The above is an image of a clavichord similar to the one I possess, although I'm jealous because it has one more note.

I'm posting here because I fear it won't get noticed much in the keyboard section. First I want to say the definitive book on Clavichords is by Bernard Brauchli http://books.google.com/books?id=7l...qUatTnLuWq2vNTPNdz0&hl=en#v=onepage&q&f=false

Clavichords came about in the middle ages, we know that, earliest surviving plans date date from the early 1300s. They have their roots of the keyed monochord, from the monochord which wasn't even an instrument but a tool to demonstrate 
pitch. Academic stuff like history, varieties and builders aside, what are your impressions of this instrument? There is a dedicated early music and clavichord community in present time, builders, professional performers, and amateurs. I personally love the instrument and think that with the rising difficulty in finding space, they would have a place in the modern world. I would certainly prefer a clavichord to an electric keyboard, but you are limited in that only the largest of clavichords can play up to early Beethoven.

These instruments however, are perhaps a better aid for practice and composition than the piano, they are quieter and they are tough teachers, not as tough as the harpsichord in terms of mistakes, but close.

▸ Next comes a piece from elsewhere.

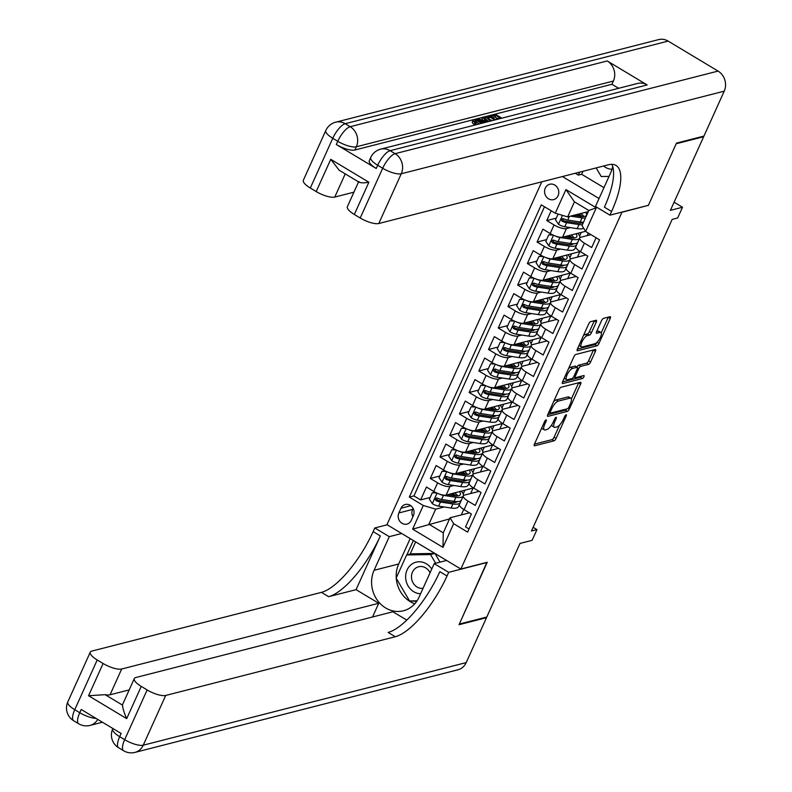 <?xml version="1.0" encoding="UTF-8"?>
<svg xmlns="http://www.w3.org/2000/svg" width="792" height="792" viewBox="0 0 792 792"><rect width="100%" height="100%" fill="white"/><g stroke="black" fill="none" stroke-linecap="round" stroke-linejoin="round"><path stroke-width="1.19" d="M546.044 419.869A1.703 0.584 121 0 0 544.629 421.542L534.511 443.956A2.435 0.832 121 0 0 534.333 445.757A2.435 0.832 121 0 0 534.63 445.787L554.044 440.827A2.435 0.832 121 0 0 556.073 438.441L566.191 416.028A1.703 0.584 121 0 0 566.31 414.76A1.703 0.584 121 0 0 566.102 414.741A1.703 0.584 121 0 0 564.686 416.414L563.369 419.315A7.781 2.643 121 0 1 556.875 426.947L555.261 427.353A7.781 2.643 121 0 1 554.301 427.274A7.781 2.643 121 0 1 554.855 421.493L556.162 418.592A1.703 0.584 121 0 0 556.291 417.325A1.703 0.584 121 0 0 556.073 417.305A1.703 0.584 121 0 0 554.657 418.978L553.351 421.879A7.781 2.643 121 0 1 546.846 429.512L545.233 429.927A7.781 2.643 121 0 1 544.272 429.838A7.781 2.643 121 0 1 544.827 424.057L546.134 421.156A1.703 0.584 121 0 0 546.262 419.889A1.703 0.584 121 0 0 546.044 419.869M545.282 188.11A7.93 7.049 -104.3 0 0 546.232 196.663A7.93 7.049 -104.3 0 0 553.638 199.624A7.93 7.049 -104.3 0 0 558.063 195.782A7.93 7.049 -104.3 0 0 557.113 187.219A7.93 7.049 -104.3 0 0 549.707 184.259A7.93 7.049 -104.3 0 0 545.282 188.11M596.257 322.087A2.435 0.832 121 0 0 596.426 320.275A2.435 0.832 121 0 0 596.128 320.255L590.683 321.651A2.435 0.832 121 0 0 588.654 324.027L577.418 348.925A2.435 0.832 121 0 0 577.239 350.727A2.435 0.832 121 0 0 577.546 350.757L596.95 345.797A2.435 0.832 121 0 0 598.98 343.411L610.216 318.513A2.435 0.832 121 0 0 610.394 316.711A2.435 0.832 121 0 0 610.097 316.681L603.514 318.364A2.435 0.832 121 0 0 601.484 320.75L596.673 331.402A2.435 0.832 121 0 0 596.505 333.214A2.435 0.832 121 0 0 596.802 333.234L600.059 332.402A6.504 2.218 121 0 1 600.861 332.472A6.504 2.218 121 0 1 599.94 338.253A6.504 2.218 121 0 1 594.97 343.688L582.189 346.955A6.504 2.218 121 0 1 581.387 346.886A6.504 2.218 121 0 1 582.318 341.105A6.504 2.218 121 0 1 587.288 335.669L589.416 335.125A2.435 0.832 121 0 0 591.446 332.739L596.257 322.087L594.257 320.889A2.435 0.832 121 0 0 594.337 320.71M648.074 205.405L621.928 212.276L460.855 569.022L487.219 562.28L459.32 624.066L486.783 617.037L520.017 543.431L532.105 540.342L536.956 529.601L531.462 531.006L672.161 219.394L677.655 217.988L682.506 207.237L674.101 202.188M648.292 205.534L676.19 143.748L703.652 136.729L670.418 210.335L682.506 207.237M561.063 387.248A2.435 0.832 121 0 0 559.033 389.634L547.797 414.523A2.435 0.832 121 0 0 547.618 416.335A2.435 0.832 121 0 0 547.916 416.364L567.329 411.394A2.435 0.832 121 0 0 569.359 409.009L580.595 384.12A2.435 0.832 121 0 0 580.774 382.308A2.435 0.832 121 0 0 580.477 382.288L561.063 387.248M562.607 381.724L573.844 356.836A2.435 0.832 121 0 1 575.873 354.45L595.287 349.48A2.435 0.832 121 0 1 595.584 349.51A2.435 0.832 121 0 1 595.406 351.321L590.604 361.974A2.435 0.832 121 0 1 588.565 364.36L580.694 366.369A2.435 0.832 121 0 0 578.665 368.755L575.477 375.824A2.435 0.832 121 0 0 575.299 377.626A2.435 0.832 121 0 0 575.606 377.655L583.793 375.557A1.703 0.584 121 0 1 584.011 375.576A1.703 0.584 121 0 1 583.763 377.091A1.703 0.584 121 0 1 582.466 378.517L562.726 383.556A2.435 0.832 121 0 1 562.429 383.536A2.435 0.832 121 0 1 562.607 381.724M702.989 136.323L703.652 136.729M551.183 210.771L546.767 220.562L556.281 218.127M570.359 227.601L566.438 228.611A9.91 3.029 -155.7 0 1 554.053 224.938L550.173 233.531L542.886 229.155L537.065 242.045L546.579 239.62M560.657 249.094L556.736 250.094A9.91 3.029 -155.7 0 1 544.351 246.421L540.471 255.024L533.184 250.648L527.363 263.538L536.877 261.103M550.955 270.587L547.024 271.587A9.91 3.029 -155.7 0 1 534.649 267.914L530.769 276.507L523.482 272.131L517.661 285.031L527.175 282.595M541.253 292.07L537.322 293.08A9.91 3.029 -155.7 0 1 524.947 289.407L521.067 298L513.78 293.624L507.949 306.524L517.463 304.088M531.551 313.563L527.62 314.572A9.91 3.029 -155.7 0 1 515.245 310.9L511.365 319.493L504.068 315.117L498.247 328.007L507.761 325.581M521.849 335.056L517.918 336.055A9.91 3.029 -155.7 0 1 505.534 332.383L501.653 340.986L494.366 336.61L488.545 349.5L498.059 347.064M512.137 356.548L508.216 357.548A9.91 3.029 -155.7 0 1 495.832 353.875L491.951 362.469L484.664 358.093L478.843 370.993L488.357 368.557M502.435 378.031L498.514 379.041A9.91 3.029 -155.7 0 1 486.13 375.368L482.249 383.962L474.962 379.586L469.141 392.486L478.655 390.05M492.733 399.524L488.812 400.534A9.91 3.029 -155.7 0 1 476.428 396.861L472.547 405.454L465.26 401.079L459.439 413.968L468.953 411.543M483.031 421.017L479.101 422.017A9.91 3.029 -155.7 0 1 466.726 418.344L462.845 426.947L455.558 422.572L449.737 435.461L459.251 433.026M473.329 442.51L469.399 443.51A9.91 3.029 -155.7 0 1 457.024 439.837L453.143 448.43L445.856 444.055L440.025 456.954L449.539 454.519M463.627 463.993L459.697 465.003A9.91 3.029 -155.7 0 1 447.322 461.33L443.441 469.923L436.144 465.548L430.323 478.447L437.61 482.823A9.91 3.029 24.3 0 0 449.995 486.496L453.925 485.486M439.837 476.012L430.323 478.447M469.022 528.997L465.548 526.908L471.369 514.018L464.082 509.642A9.91 3.029 24.3 0 1 459.449 504.445L463.33 495.841A9.91 3.029 24.3 0 0 467.963 501.049L475.25 505.425L481.071 492.525L473.784 488.149A9.91 3.029 24.3 0 1 469.151 482.952L473.032 474.349A9.91 3.029 -155.7 0 1 474.071 473.636L488.822 469.864M473.032 474.349A9.91 3.029 -155.7 0 0 477.665 479.556L484.952 483.932L490.773 471.032L483.486 466.656A9.91 3.029 24.3 0 1 478.853 461.459L482.734 452.866A9.91 3.029 -155.7 0 1 483.773 452.143L498.524 448.371M482.734 452.866A9.91 3.029 -155.7 0 0 487.367 458.063L494.653 462.439L500.485 449.549L493.188 445.173A9.91 3.029 24.3 0 1 488.555 439.966L492.436 431.373A9.91 3.029 -155.7 0 1 493.485 430.65L508.226 426.878M492.436 431.373A9.91 3.029 -155.7 0 0 497.069 436.57L504.365 440.946L510.187 428.056L502.9 423.68A9.91 3.029 24.3 0 1 498.257 418.473L502.138 409.88A9.91 3.029 -155.7 0 1 503.187 409.167L517.928 405.395M502.138 409.88A9.91 3.029 -155.7 0 0 506.781 415.087L514.067 419.463L519.889 406.563L512.602 402.188A9.91 3.029 24.3 0 1 507.959 396.99L511.84 388.387A9.91 3.029 -155.7 0 1 512.889 387.674L527.64 383.902M511.84 388.387A9.91 3.029 -155.7 0 0 516.483 393.594L523.769 397.97L529.591 385.07L522.304 380.695A9.91 3.029 24.3 0 1 517.671 375.497L521.552 366.904A9.91 3.029 -155.7 0 1 522.591 366.181L537.342 362.409M521.552 366.904A9.91 3.029 -155.7 0 0 526.185 372.101L533.471 376.477L539.293 363.587L532.006 359.212A9.91 3.029 24.3 0 1 527.373 354.004L531.254 345.411A9.91 3.029 -155.7 0 1 532.293 344.688L547.044 340.916M531.254 345.411A9.91 3.029 -155.7 0 0 535.887 350.608L543.173 354.984L548.995 342.094L541.708 337.719A9.91 3.029 24.3 0 1 537.075 332.511L540.956 323.918A9.91 3.029 -155.7 0 1 541.995 323.205L556.746 319.433M540.956 323.918A9.91 3.029 -155.7 0 0 545.589 329.116L552.875 333.501L558.697 320.602L551.41 316.226A9.91 3.029 24.3 0 1 546.777 311.028L550.658 302.425A9.91 3.029 -155.7 0 1 551.697 301.712L566.448 297.94M550.658 302.425A9.91 3.029 -155.7 0 0 555.291 307.633L562.577 312.008L568.399 299.109L561.112 294.733A9.91 3.029 24.3 0 1 556.479 289.535L560.36 280.942A9.91 3.029 -155.7 0 1 561.409 280.219L576.15 276.448M560.36 280.942A9.91 3.029 -155.7 0 0 564.993 286.14L572.289 290.515L578.111 277.626L570.814 273.25A9.91 3.029 24.3 0 1 566.181 268.043L570.062 259.449A9.91 3.029 -155.7 0 1 571.111 258.727L585.852 254.955M570.062 259.449A9.91 3.029 -155.7 0 0 574.705 264.647L581.991 269.023L587.812 256.133L580.526 251.757A9.91 3.029 24.3 0 1 575.883 246.55L579.764 237.956A9.91 3.029 -155.7 0 1 580.813 237.244L590.941 234.65M550.173 233.531A9.91 3.029 24.3 0 0 562.558 237.204L585.536 231.323M540.471 255.024A9.91 3.029 24.3 0 0 552.846 258.697L580.18 251.539M530.769 276.507A9.91 3.029 24.3 0 0 543.144 280.18L570.478 273.032M521.067 298A9.91 3.029 24.3 0 0 533.442 301.673L560.766 294.525M511.365 319.493A9.91 3.029 24.3 0 0 523.74 323.166L551.064 316.018M501.653 340.986A9.91 3.029 24.3 0 0 514.038 344.659L541.362 337.501M491.951 362.469A9.91 3.029 24.3 0 0 504.336 366.142L531.66 358.994M482.249 383.962A9.91 3.029 24.3 0 0 494.634 387.635L521.958 380.487M472.547 405.454A9.91 3.029 24.3 0 0 484.932 409.127L512.256 401.98M462.845 426.947A9.91 3.029 24.3 0 0 475.22 430.62L502.554 423.463M453.143 448.43A9.91 3.029 24.3 0 0 465.518 452.103L492.842 444.955M443.441 469.923A9.91 3.029 24.3 0 0 455.816 473.596L483.14 466.448M411.246 520.384L413.384 515.651A7.682 6.831 -104.3 0 0 412.454 507.365A7.682 6.831 -104.3 0 0 405.286 504.494A7.682 6.831 -104.3 0 0 401 508.216L398.861 512.949A7.682 6.831 -104.3 0 0 399.792 521.235A7.682 6.831 -104.3 0 0 406.959 524.106A7.682 6.831 -104.3 0 0 411.246 520.384M562.429 176.547L599.049 198.535M541.768 181.833L386.981 524.66L460.855 569.022M555.261 213.216L565.933 189.585L596.287 207.801L585.615 231.442L582.021 225.522L588.812 210.484L574.438 201.851L567.646 216.889L555.261 213.216L541.283 204.831L409.325 497.099L423.294 505.494L435.679 509.167L444.223 506.979M585.615 231.442L599.584 239.837L467.627 532.105L453.648 523.71L442.976 547.351L412.622 529.125L423.294 505.494M544.5 206.752L413.939 495.921L420.621 499.93L426.442 487.04L433.729 491.416A9.91 3.029 24.3 0 0 446.114 495.089L473.438 487.941M479.12 491.357L464.369 495.129A9.91 3.029 24.3 0 0 463.33 495.841M579.764 237.956A9.91 3.029 -155.7 0 0 584.407 243.154L591.693 247.54L596.109 237.749M447.322 461.33L440.025 456.954M457.024 439.837L449.737 435.461M466.726 418.344L459.439 413.968M476.428 396.861L469.141 392.486M486.13 375.368L478.843 370.993M495.832 353.875L488.545 349.5M505.534 332.383L498.247 328.007M515.245 310.9L507.949 306.524M524.947 289.407L517.661 285.031M534.649 267.914L527.363 263.538M544.351 246.421L537.065 242.045M554.053 224.938L546.767 220.562M567.646 216.889L588.298 211.613M435.679 509.167L428.888 524.205L443.263 532.838L450.054 517.8L453.648 523.71M449.549 518.918L412.622 529.125M463.736 509.434L461.251 514.929M469.418 512.84L450.054 517.8M536.956 529.601L533.135 527.304M587.11 235.63L588.278 233.046M577.408 257.123L579.803 251.797M567.706 278.606L570.101 273.29M557.994 300.099L560.399 294.782M548.292 321.592L550.697 316.275M538.59 343.084L540.995 337.758M528.888 364.567L531.293 359.251M519.186 386.06L521.591 380.744M509.484 407.553L511.879 402.237M499.782 429.046L502.178 423.72M490.08 450.529L492.476 445.213M480.368 472.022L482.773 466.706M470.666 493.515L473.072 488.199M463.191 493.941L464.835 490.298M430.135 497.505L420.621 499.93M413.939 495.921L409.325 497.099M472.893 472.448L474.537 468.815M482.595 450.955L484.239 447.322M492.297 429.472L493.941 425.829M501.999 407.979L503.643 404.336M511.701 386.486L513.345 382.853M521.413 364.993L523.047 361.36M531.115 343.51L532.759 339.867M540.817 322.017L542.461 318.374M550.519 300.524L552.163 296.891M560.221 279.031L561.865 275.398M569.923 257.548L571.567 253.905M579.625 236.056L581.269 232.412M443.263 532.838L442.976 547.351M565.933 189.585L574.438 201.851M596.287 207.801L588.812 210.484M413.077 508.365L412.592 509.434A7.682 6.831 -104.3 0 0 412.899 516.721M541.768 427.878A7.781 2.643 121 0 0 542.273 428.64L544.272 429.838M551.717 424.839A7.781 2.643 121 0 0 552.301 426.076L554.301 427.274M534.432 444.134L552.044 439.619A2.435 0.832 121 0 0 554.073 437.243L559.588 425.027M571.349 399L578.606 382.922A2.435 0.832 121 0 0 578.675 382.744M547.717 414.701L565.33 410.197A2.435 0.832 121 0 0 566.716 408.939M550.351 411.82A1.703 0.584 121 0 0 550.232 413.087A1.703 0.584 121 0 0 550.44 413.107L567.478 408.751A1.703 0.584 121 0 0 568.894 407.078L570.28 404.019A7.781 2.643 121 0 0 570.834 398.228A7.781 2.643 121 0 0 569.874 398.148L558.231 401.128A7.781 2.643 121 0 0 551.737 408.761L550.351 411.82L549.302 411.187M570.834 398.228L568.834 397.03A7.781 2.643 121 0 0 567.884 396.95L569.874 398.148M553.519 401.841A7.781 2.643 121 0 1 556.231 399.93L567.884 396.95M576.913 367.082A2.435 0.832 121 0 1 578.704 365.171L586.575 363.162A2.435 0.832 121 0 0 588.604 360.776L593.416 350.123A2.435 0.832 121 0 0 593.485 349.945M562.528 381.902L580.467 377.309A1.703 0.584 121 0 0 581.645 376.111M572.527 368.458A6.504 2.218 121 0 0 567.557 373.893A6.504 2.218 121 0 0 566.636 379.675A6.504 2.218 121 0 0 567.438 379.744L571.933 378.596A2.435 0.832 121 0 0 573.962 376.21L577.16 369.141A2.435 0.832 121 0 0 577.328 367.33A2.435 0.832 121 0 0 577.031 367.31L572.527 368.458L570.537 367.26A6.504 2.218 121 0 0 568.537 368.587M564.27 378.031A6.504 2.218 121 0 0 564.637 378.477L566.636 379.675M575.497 366.389A2.435 0.832 121 0 0 575.338 366.132A2.435 0.832 121 0 0 575.032 366.112L577.031 367.31M570.537 367.26L575.032 366.112M583.377 335.709A6.504 2.218 121 0 1 585.288 334.471L587.417 333.927A2.435 0.832 121 0 0 589.446 331.541L594.257 320.889M579.051 345.292A6.504 2.218 121 0 0 579.398 345.688L581.387 346.886M600.861 332.472L598.871 331.274A6.504 2.218 121 0 0 598.069 331.204L600.059 332.402M596.604 331.581L598.069 331.204M601.207 332.868L608.226 317.315A2.435 0.832 121 0 0 608.296 317.147M577.338 349.104L594.95 344.589A2.435 0.832 121 0 0 596.871 342.461M436.719 492.98L432.274 492.763L429.363 499.207L432.392 503.752A6.564 2.01 24.3 0 0 438.62 506.118L451.034 508.018A18.949 5.801 24.3 0 0 458.429 506.662L460.271 502.573A18.949 5.801 24.3 0 0 460.33 501.049M454.766 502.544A15.731 4.811 24.3 0 0 453.727 501.306M438.936 493.901A6.564 2.01 24.3 0 0 443.47 495.376L455.885 497.277A18.949 5.801 24.3 0 0 463.28 495.911A18.949 5.801 24.3 0 0 461.281 491.208M447.599 494.713L454.202 495.723A15.731 4.811 24.3 0 0 460.34 494.584A15.731 4.811 24.3 0 0 459.518 491.664M432.274 492.763L435.699 492.495M463.28 495.911L461.439 500A18.949 5.801 -155.7 0 1 454.044 501.356L441.629 499.455A6.564 2.01 -155.7 0 1 437.036 497.96L435.065 498.703L435.867 500.534A6.564 2.01 24.3 0 0 440.461 502.039L452.875 503.94A18.949 5.801 24.3 0 0 460.271 502.573M456.152 495.921A18.949 5.801 24.3 0 0 452.668 493.416M451.232 493.782A15.731 4.811 -155.7 0 1 453.846 495.663M457.103 501.623A15.731 4.811 -155.7 0 1 451.192 502.385L438.788 500.485A3.346 1.02 -155.7 0 1 437.451 500.128L436.442 498.663M457.776 495.891A15.731 4.811 24.3 0 0 454.747 492.881M431.729 569.101A16.097 14.315 -104.3 0 0 411.969 564.033A16.097 14.315 -104.3 0 0 406.345 581.872A16.097 14.315 -104.3 0 0 420.592 593.752M430.056 572.794A11.019 9.801 -104.3 0 0 418.631 566.755A11.019 9.801 -104.3 0 0 415.82 568.032A11.019 9.801 -104.3 0 0 412.196 580.952A11.019 9.801 -104.3 0 0 423.057 588.308M417.047 600.841L409.583 600.97L396.148 578.15L406.633 554.954L411.018 553.826L434.907 553.44L430.531 554.558L435.659 563.261M434.937 553.459L440.045 562.132M406.633 554.954L430.531 554.558M603.583 166.023A16.097 14.315 -104.3 0 0 611.959 169.31M609.038 176.398L601.227 176.527L596.158 167.924M485.833 617.285L486.496 617.681L466.211 662.597L143.243 745.193A14.86 13.216 -104.3 0 1 134.947 752.4A14.86 14.86 0 0 1 123.611 750.747A14.86 5.059 -59 0 1 124.671 739.688L147.134 689.941A14.86 4.554 24.3 0 0 165.706 695.445L143.243 745.193A14.86 4.554 -155.7 0 1 124.671 739.688L119.681 736.689L121.136 733.471L81.21 709.483L79.754 712.711L74.755 709.711A14.86 4.554 -155.7 0 1 67.805 701.91L90.268 652.163A14.86 4.554 24.3 0 0 97.218 659.964L74.755 709.711A14.86 5.059 121 0 0 73.696 720.769A14.86 14.86 0 0 1 67.805 701.91M486.496 617.681L459.033 624.71L486.902 562.36M401.673 533.481L389.278 536.659L374.091 570.289A27.868 24.77 -104.3 0 0 377.438 600.366A27.868 24.77 -104.3 0 0 403.455 610.771A27.868 24.77 -104.3 0 0 419.008 597.267L434.194 563.637L448.678 572.329L447.025 575.982A61.924 21.077 -59 0 1 395.307 636.728L165.706 695.445M389.278 536.659L374.794 527.967L373.151 531.62A61.924 21.077 -59 0 1 321.423 592.366L91.832 651.083A14.86 4.554 24.3 0 0 90.268 652.163M356.073 589.654L380.338 535.937A61.924 21.077 -59 0 1 328.611 596.683L356.073 589.654L378.744 603.266L372.547 616.988M406.791 620.106L392.911 611.78L135.858 677.516A14.86 4.554 24.3 0 0 134.293 678.596A14.86 4.554 24.3 0 0 141.253 686.397L126.69 718.641L88.555 695.732L105.138 694.673L122.522 705.118A14.86 4.554 -155.7 0 1 122.651 704.385L134.293 678.596M88.555 695.732L103.109 663.498L97.218 659.964M103.109 663.498A14.86 4.554 24.3 0 0 121.681 669.012L110.038 694.792A14.86 4.554 -155.7 0 1 105.138 694.673M378.744 603.266L121.681 669.012M466.211 662.597A14.86 13.216 75.7 0 1 457.915 669.804L134.947 752.4M446.599 560.459L434.194 563.637M487.12 562.488L448.678 572.329M387.199 524.789L374.794 527.967M147.134 689.941L141.253 686.397M129.195 689.901L110.038 694.792M447.025 575.982L439.837 571.666A61.924 21.077 -59 0 1 388.12 632.412L395.307 636.728M122.522 705.118C122.701 708.246 124.087 712.75 126.69 718.641M414.78 603.811A27.868 24.77 75.7 0 1 396.277 578.378M396.248 577.942A27.868 24.77 75.7 0 1 398.693 563.993L410.167 538.58M413.365 540.5L406.87 554.895M410.068 600.96L416.731 601.326M412.335 600.92L410.345 601.425M415.661 541.876L410.157 554.053M479.873 123.79L475.596 122.186M482.477 123.116L475.19 120.483L476.338 122.76L475.566 124.473L474.24 124.483C472.062 122.859 471.636 121.829 472.943 121.394M483.328 120.503L481.813 119.255L482.585 117.543L483.575 117.285L488.644 121.542M497.396 118.483L495.02 117.058L492.426 117.731M647.163 84.942L390.11 150.678A14.86 13.216 -104.3 0 0 380.606 149.173L637.659 83.437A14.86 13.216 75.7 0 1 647.163 84.942L607.236 60.954A14.86 13.216 75.7 0 1 613.394 81.041L611.939 84.269L354.875 150.015A14.86 4.554 -155.7 0 1 336.303 144.5L376.24 168.478A14.86 4.554 -155.7 0 1 369.29 160.677L370.745 157.46A14.86 4.554 24.3 0 0 377.695 165.261L376.24 168.478M611.939 84.269L618.641 88.298M676.487 143.105L648.391 205.316L609.939 215.157L611.592 211.504A61.924 21.077 121 0 0 616.008 165.439A61.924 21.077 121 0 0 608.385 164.795L378.794 223.512A14.86 4.554 -155.7 0 1 360.221 218.008L382.685 168.26L377.695 165.261A14.86 5.059 121 0 1 390.11 150.678L395.099 153.678L718.067 71.082A14.86 13.216 75.7 0 1 724.225 91.169L703.949 136.085L676.487 143.105M609.939 215.157L595.465 206.465L610.652 172.824A27.868 24.77 -104.3 0 0 612.652 166.439M359.39 182.378L339.194 170.25L330.749 159.331L368.884 182.229L354.331 214.474L360.221 218.008M354.331 214.474A14.86 4.554 -155.7 0 1 347.381 206.672L358.568 181.883M668.151 41.105L345.183 123.701A14.86 13.216 -104.3 0 0 335.679 122.196L658.647 39.6A14.86 13.216 75.7 0 1 668.151 41.105L718.067 71.082M582.981 171.29L581.645 174.27L603.949 187.664M581.645 174.27L578.348 175.111L575.279 173.27M353.925 192.179L334.768 197.079A14.86 4.554 -155.7 0 1 316.196 191.565L330.749 159.331M336.303 144.5L337.758 141.283L332.769 138.283L310.306 188.031L316.196 191.565M310.306 188.031A14.86 4.554 -155.7 0 1 303.356 180.23L325.819 130.482A14.86 4.554 24.3 0 0 332.769 138.283A14.86 5.059 121 0 1 345.183 123.701L350.173 126.7L607.236 60.954M611.592 211.504L604.405 207.187A61.924 21.077 121 0 0 611.78 164.34M368.884 182.229C363.182 183.219 359.845 183.011 358.895 181.606M579.685 172.141L578.348 175.111M497.445 119.295L496.485 118.721L499.95 117.83L495.802 115.345L491.911 116.335L490.535 115.503L490.149 116.365M490.535 115.503L495.346 114.276L501.831 118.166M491.911 116.335L491.525 117.186M495.802 115.345L495.02 117.058M496.485 118.721L496.059 119.651M490.347 121.107L485.902 117.038L489.268 115.83L495.752 119.731M494.822 119.968L489.713 116.899L487.644 118.156L491.278 120.869M487.832 118.404L488.357 117.246L487.644 118.156M492.268 120.622L488.238 118.8M489.713 116.899L488.941 118.622M485.199 122.423L477.289 118.889L478.279 118.642L482.714 120.661L485.526 119.948L482.585 117.543M487.753 121.77L486.625 120.849L484.377 121.424L486.08 122.196M477.289 118.889L476.853 119.859M486.625 120.849L486.031 122.176M474.715 120.8L475.19 120.483L474.804 121.334M476.338 122.76L475.012 122.76C472.844 121.136 472.408 120.117 473.715 119.671C476.061 119.354 479.16 120.334 483.001 122.641L483.407 122.879M475.012 122.76L474.24 124.483M472.22 121.859L473.715 119.671M446.421 471.488L441.986 471.27L439.075 477.715L442.094 482.259A6.564 2.01 24.3 0 0 448.322 484.635L460.736 486.535A18.949 5.801 24.3 0 0 468.131 485.169L469.973 481.081A18.949 5.801 24.3 0 0 470.032 479.556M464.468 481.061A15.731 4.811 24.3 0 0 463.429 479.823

The technique of vibrato on the notes, known as bebung is a feature unique to clavichords.

They have a very simple yet difficult to construct mechanism of a tangent hitting the string. Some are fretted and multiple tangents will hit a string in different places along its length, meaning those two notes cannot be played at the same time. There is damper cloth wrapped around the left side of the string to only one side resonates after a tangent strikes, otherwise you'd get two usually dissonant tones depending on where you struck as in tapping a guitar string the improper way.

Some have a prejudice against them, only having played the worst of the instruments that have come about in modern times that aren't replicas. Not to say original designs can't be good, its just that a lot of the kits people get their hands on aren't. If you really want to focus on baroque repertoire, a clavichord will help with that. And to play CPE Bach, a large clavichord that goes to G will be necessary, but CPE is only CPE on the clavichord in many cases, he can sound fine on the piano, but just not the same and certain pieces have bebung written in.

Some think they are too quiet, but the best ones have volume enough to duet with a guitar. They are a portable keyboard instrument(although the G clavichords and other large rangers are usually too big) and this is one of the most enjoyable things about them.

Ongoing discussion on clavichords...

Making your own can be a great opportunity to learn about wood work as well. Its one of the cornerstones of being an amateur early instrument builder. There are a few builders in the US but most are in Germany, France, and Italy.


----------



## Ukko (Jun 4, 2010)

Thanks for an interesting article. I can only comment from a listener's perspective, and that from recordings - which are often poorly done, the mic(s) being too close to the action (they should be about 3 feet/1 meter away, below or above the instrument. Even when properly recorded, the listener often does the sound harm by turning up the volume too far.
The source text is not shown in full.